Records excerpted from a collection —
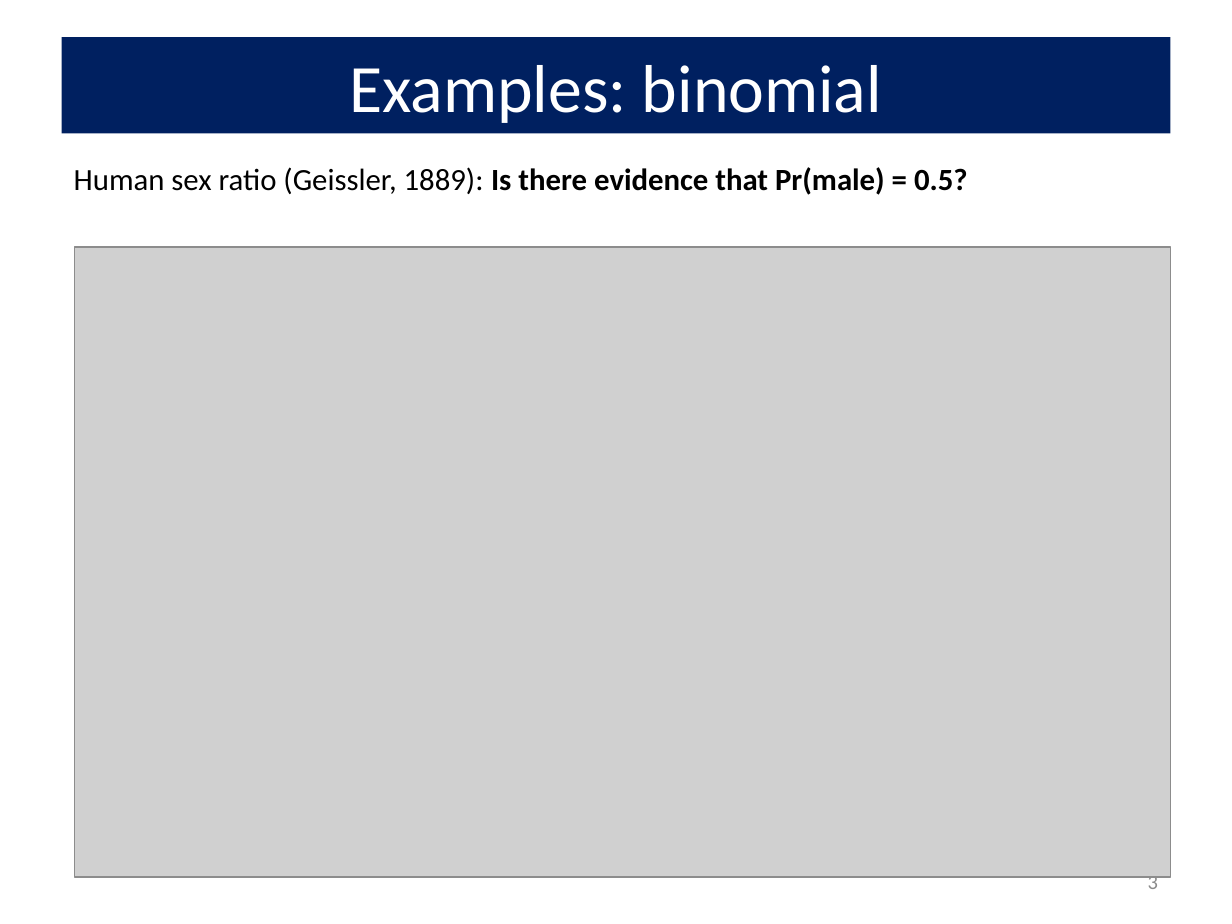
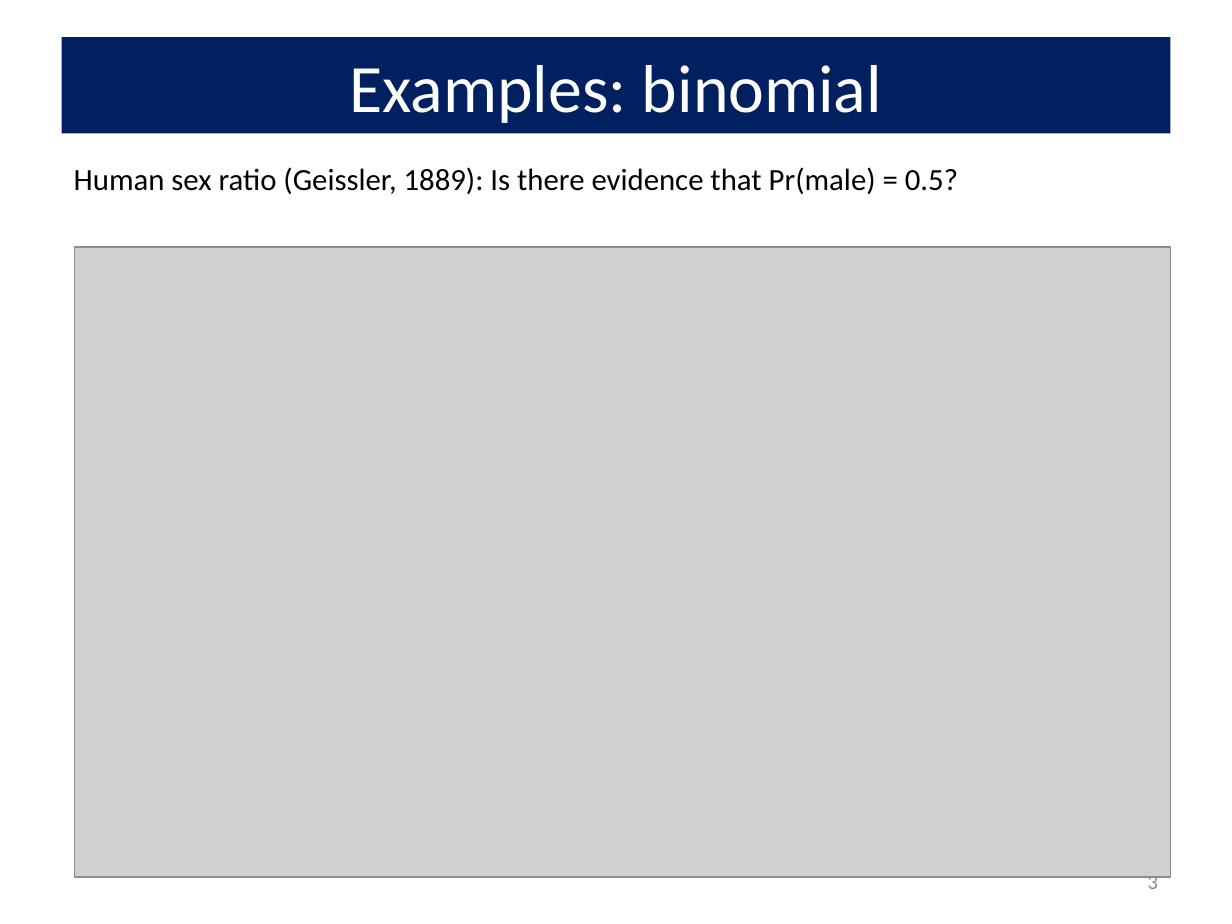
Before and after one commit to friendly/psy6136, a slide deck: slide 3 of docs/lectures/02-Discrete.pptx. Drawn at 1232x924 pixels with LibreOffice and Linux fonts; fonts in the diff are those of the drawing; grey boxes stand for pictures. Boxes give left, top, right and bottom in pixels: in the first picture for what was removed or moved away, otherwise in the second. Text is boxed around its words. In the diff, an @@ line names an element or a change of style, - is before the commit and + after.

```diff
--- a/docs/lectures/02-Discrete.pptx
+++ b/docs/lectures/02-Discrete.pptx
@@ text "Human sex ratio (Geissler, 1889): ..." at (74,167,958,194): bold off in "Is there evidence that Pr(male) = 0.5?" @@
```
Also in this commit, not shown: 5 other slides changed, 1 slide removed, 19 other files.

Task goal —
Every line of the entries above that holds "Discrete" should be copied out.

Reply to the exercise —
Before and after one commit to friendly/psy6136, a slide deck: slide 3 of docs/lectures/02-Discrete.pptx. Drawn at 1232x924 pixels with LibreOffice and Linux fonts; fonts in the diff are those of the drawing; grey boxes stand for pictures. Boxes give left, top, right and bottom in pixels: in the first picture for what was removed or moved away, otherwise in the second. Text is boxed around its words. In the diff, an @@ line names an element or a change of style, - is before the commit and + after.
--- a/docs/lectures/02-Discrete.pptx
+++ b/docs/lectures/02-Discrete.pptx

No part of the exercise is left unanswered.